La mission officielle confiée à la traductrice va être fortement modifiée lorsque Elsa Braumann est menacée d'être impliquée dans une opération de contre-espionnage: elle aura trois minutes pour dérober certains documents à Franco dans le train qui les emmènera à Hendaye.

Le fait que la sortie du roman coïncide avec l'anniversaire de cette conférence à la frontière franco-espagnole est une bonne incitation à approfondir son contenu, qui comporte encore de nombreuses inconnues qui restent floues aujourd'hui, au-delà de la participation limitée de l'Espagne à la guerre par le biais de la division bleue, et des demandes allemandes de minéraux stratégiques espagnols en paiement de fournitures à Franco pour gagner la guerre civile.
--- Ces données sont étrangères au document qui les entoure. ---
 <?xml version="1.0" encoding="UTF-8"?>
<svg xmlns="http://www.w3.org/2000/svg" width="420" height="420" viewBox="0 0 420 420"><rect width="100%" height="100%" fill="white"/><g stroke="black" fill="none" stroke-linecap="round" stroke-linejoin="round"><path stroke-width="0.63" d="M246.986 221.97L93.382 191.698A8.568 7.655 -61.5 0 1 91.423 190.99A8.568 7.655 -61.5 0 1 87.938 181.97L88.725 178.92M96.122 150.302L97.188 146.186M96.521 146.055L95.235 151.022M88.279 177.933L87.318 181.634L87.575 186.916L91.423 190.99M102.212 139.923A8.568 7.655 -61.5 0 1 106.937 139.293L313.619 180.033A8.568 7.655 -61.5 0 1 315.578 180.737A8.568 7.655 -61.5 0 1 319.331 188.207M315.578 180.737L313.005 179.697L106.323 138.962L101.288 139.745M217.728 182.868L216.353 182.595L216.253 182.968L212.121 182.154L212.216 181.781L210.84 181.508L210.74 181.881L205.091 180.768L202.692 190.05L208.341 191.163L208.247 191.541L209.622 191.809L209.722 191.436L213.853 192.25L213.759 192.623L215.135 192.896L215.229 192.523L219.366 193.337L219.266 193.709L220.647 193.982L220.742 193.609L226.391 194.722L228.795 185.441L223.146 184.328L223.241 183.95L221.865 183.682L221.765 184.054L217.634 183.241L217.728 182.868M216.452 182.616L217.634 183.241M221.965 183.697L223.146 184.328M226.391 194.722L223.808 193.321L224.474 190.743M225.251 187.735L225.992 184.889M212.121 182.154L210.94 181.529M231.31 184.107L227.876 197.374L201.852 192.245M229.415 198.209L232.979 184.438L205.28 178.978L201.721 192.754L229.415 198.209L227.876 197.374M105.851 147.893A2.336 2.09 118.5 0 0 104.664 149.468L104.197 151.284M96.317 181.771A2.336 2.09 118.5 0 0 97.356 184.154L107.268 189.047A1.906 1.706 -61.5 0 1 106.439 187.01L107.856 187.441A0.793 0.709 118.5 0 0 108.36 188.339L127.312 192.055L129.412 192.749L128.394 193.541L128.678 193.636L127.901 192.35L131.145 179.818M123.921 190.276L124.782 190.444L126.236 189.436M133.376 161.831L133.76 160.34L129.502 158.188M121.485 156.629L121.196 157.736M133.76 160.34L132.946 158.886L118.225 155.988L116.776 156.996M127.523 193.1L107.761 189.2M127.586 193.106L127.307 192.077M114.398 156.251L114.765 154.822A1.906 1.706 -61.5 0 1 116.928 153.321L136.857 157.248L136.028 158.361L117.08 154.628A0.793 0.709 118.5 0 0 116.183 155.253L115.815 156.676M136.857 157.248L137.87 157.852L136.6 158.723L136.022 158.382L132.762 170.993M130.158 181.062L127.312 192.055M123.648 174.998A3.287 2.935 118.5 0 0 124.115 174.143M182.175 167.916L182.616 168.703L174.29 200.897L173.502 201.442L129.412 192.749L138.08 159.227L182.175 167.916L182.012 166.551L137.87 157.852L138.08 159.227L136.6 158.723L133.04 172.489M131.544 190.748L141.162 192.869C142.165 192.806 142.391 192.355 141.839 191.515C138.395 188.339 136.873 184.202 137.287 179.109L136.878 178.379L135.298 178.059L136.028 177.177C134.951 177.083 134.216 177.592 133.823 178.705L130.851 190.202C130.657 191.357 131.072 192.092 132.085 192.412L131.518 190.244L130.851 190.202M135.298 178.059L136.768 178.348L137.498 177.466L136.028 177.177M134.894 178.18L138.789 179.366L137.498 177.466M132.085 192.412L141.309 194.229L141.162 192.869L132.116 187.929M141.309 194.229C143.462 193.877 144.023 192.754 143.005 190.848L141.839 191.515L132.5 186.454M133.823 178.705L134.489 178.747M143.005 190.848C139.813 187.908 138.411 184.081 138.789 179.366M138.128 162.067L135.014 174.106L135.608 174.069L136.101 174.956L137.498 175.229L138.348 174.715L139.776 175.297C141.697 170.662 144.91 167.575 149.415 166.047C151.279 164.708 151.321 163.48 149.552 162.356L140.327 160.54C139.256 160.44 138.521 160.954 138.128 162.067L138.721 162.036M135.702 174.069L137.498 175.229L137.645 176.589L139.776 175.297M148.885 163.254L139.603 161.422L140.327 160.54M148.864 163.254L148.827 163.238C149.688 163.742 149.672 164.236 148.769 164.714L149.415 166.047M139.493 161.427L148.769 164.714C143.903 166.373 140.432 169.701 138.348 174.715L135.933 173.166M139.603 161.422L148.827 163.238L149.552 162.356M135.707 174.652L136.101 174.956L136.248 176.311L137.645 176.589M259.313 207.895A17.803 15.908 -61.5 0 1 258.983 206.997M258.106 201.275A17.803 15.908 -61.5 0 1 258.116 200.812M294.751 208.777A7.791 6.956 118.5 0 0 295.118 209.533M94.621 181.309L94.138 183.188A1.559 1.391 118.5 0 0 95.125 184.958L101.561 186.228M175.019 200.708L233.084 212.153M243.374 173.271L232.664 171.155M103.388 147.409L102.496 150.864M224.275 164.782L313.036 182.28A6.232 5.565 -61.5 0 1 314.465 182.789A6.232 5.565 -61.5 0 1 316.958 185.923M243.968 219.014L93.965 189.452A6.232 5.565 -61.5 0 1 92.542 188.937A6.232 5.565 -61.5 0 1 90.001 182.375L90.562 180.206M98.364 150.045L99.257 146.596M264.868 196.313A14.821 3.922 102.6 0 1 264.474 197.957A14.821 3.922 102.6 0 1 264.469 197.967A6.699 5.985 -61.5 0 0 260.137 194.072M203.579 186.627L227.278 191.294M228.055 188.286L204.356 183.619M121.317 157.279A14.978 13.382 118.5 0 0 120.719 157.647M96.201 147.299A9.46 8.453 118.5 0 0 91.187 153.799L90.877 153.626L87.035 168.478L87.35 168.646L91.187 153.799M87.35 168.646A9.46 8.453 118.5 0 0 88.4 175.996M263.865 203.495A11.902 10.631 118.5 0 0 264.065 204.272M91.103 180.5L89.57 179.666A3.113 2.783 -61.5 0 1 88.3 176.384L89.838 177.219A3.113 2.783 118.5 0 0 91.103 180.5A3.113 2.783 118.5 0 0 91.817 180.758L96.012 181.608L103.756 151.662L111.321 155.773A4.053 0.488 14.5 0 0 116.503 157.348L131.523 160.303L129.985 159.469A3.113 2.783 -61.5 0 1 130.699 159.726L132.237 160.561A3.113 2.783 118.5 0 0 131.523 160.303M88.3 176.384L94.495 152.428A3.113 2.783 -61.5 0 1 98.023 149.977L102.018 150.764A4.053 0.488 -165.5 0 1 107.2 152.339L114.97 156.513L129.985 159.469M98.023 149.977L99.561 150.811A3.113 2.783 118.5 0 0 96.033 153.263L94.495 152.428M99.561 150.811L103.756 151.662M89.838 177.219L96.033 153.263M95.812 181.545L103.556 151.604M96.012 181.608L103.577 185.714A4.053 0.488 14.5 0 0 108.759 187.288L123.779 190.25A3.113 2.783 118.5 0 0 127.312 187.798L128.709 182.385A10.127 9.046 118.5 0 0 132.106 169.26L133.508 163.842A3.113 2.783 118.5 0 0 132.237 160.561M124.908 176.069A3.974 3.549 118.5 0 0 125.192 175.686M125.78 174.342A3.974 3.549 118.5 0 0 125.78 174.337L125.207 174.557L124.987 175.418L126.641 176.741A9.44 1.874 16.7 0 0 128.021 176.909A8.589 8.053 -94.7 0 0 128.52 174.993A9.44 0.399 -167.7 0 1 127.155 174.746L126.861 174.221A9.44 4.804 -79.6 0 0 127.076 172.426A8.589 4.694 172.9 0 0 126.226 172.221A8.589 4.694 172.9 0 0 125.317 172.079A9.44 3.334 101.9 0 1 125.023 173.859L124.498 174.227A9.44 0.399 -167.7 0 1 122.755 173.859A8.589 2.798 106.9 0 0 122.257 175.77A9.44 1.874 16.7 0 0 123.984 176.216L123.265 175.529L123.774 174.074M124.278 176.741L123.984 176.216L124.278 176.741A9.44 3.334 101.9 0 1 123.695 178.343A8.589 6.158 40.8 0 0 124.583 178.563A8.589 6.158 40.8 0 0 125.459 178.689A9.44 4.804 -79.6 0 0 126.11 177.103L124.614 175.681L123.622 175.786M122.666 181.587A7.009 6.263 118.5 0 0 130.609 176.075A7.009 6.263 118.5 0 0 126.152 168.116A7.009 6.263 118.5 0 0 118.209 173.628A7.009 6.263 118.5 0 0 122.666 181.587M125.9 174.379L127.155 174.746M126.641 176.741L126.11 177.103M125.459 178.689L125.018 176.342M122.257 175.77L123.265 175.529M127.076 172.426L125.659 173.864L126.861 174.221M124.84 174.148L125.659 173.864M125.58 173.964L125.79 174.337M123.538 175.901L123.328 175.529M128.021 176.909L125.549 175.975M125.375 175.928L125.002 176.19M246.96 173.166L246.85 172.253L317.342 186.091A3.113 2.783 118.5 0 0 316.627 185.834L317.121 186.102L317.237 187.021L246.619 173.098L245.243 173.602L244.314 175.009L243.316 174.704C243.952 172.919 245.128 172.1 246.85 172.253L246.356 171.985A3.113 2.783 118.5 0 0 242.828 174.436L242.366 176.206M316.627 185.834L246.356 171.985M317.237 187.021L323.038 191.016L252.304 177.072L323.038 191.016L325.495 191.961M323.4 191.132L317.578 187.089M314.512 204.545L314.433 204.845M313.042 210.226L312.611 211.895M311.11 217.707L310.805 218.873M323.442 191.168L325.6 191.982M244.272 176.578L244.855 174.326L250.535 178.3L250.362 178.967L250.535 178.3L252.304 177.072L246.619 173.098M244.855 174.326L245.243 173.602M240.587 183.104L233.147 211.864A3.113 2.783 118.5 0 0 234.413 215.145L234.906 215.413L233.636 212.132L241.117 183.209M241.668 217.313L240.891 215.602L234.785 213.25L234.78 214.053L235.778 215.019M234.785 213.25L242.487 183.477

Gil Romero et Irisarri nous offrent un roman rapide, mais en même temps émouvant, qui couvre la première période de l'après-guerre avec un regard singulier, où le contexte est enrichi d'un merveilleux hymne au cinéma, à la littérature et à la liberté d'expression. Des contributions originales à une intrigue dans la meilleure tradition des romans d'espionnage, où l'on semble entrevoir le regard complaisant d'un John LeCarré ou d'un Graham Greene.

Et, comme dans tout roman historique qui se respecte, les auteurs accordent une grande attention aux sentiments amoureux que vivent les principaux protagonistes de l'intrigue, avec les risques inhérents aux missions d'espionnage.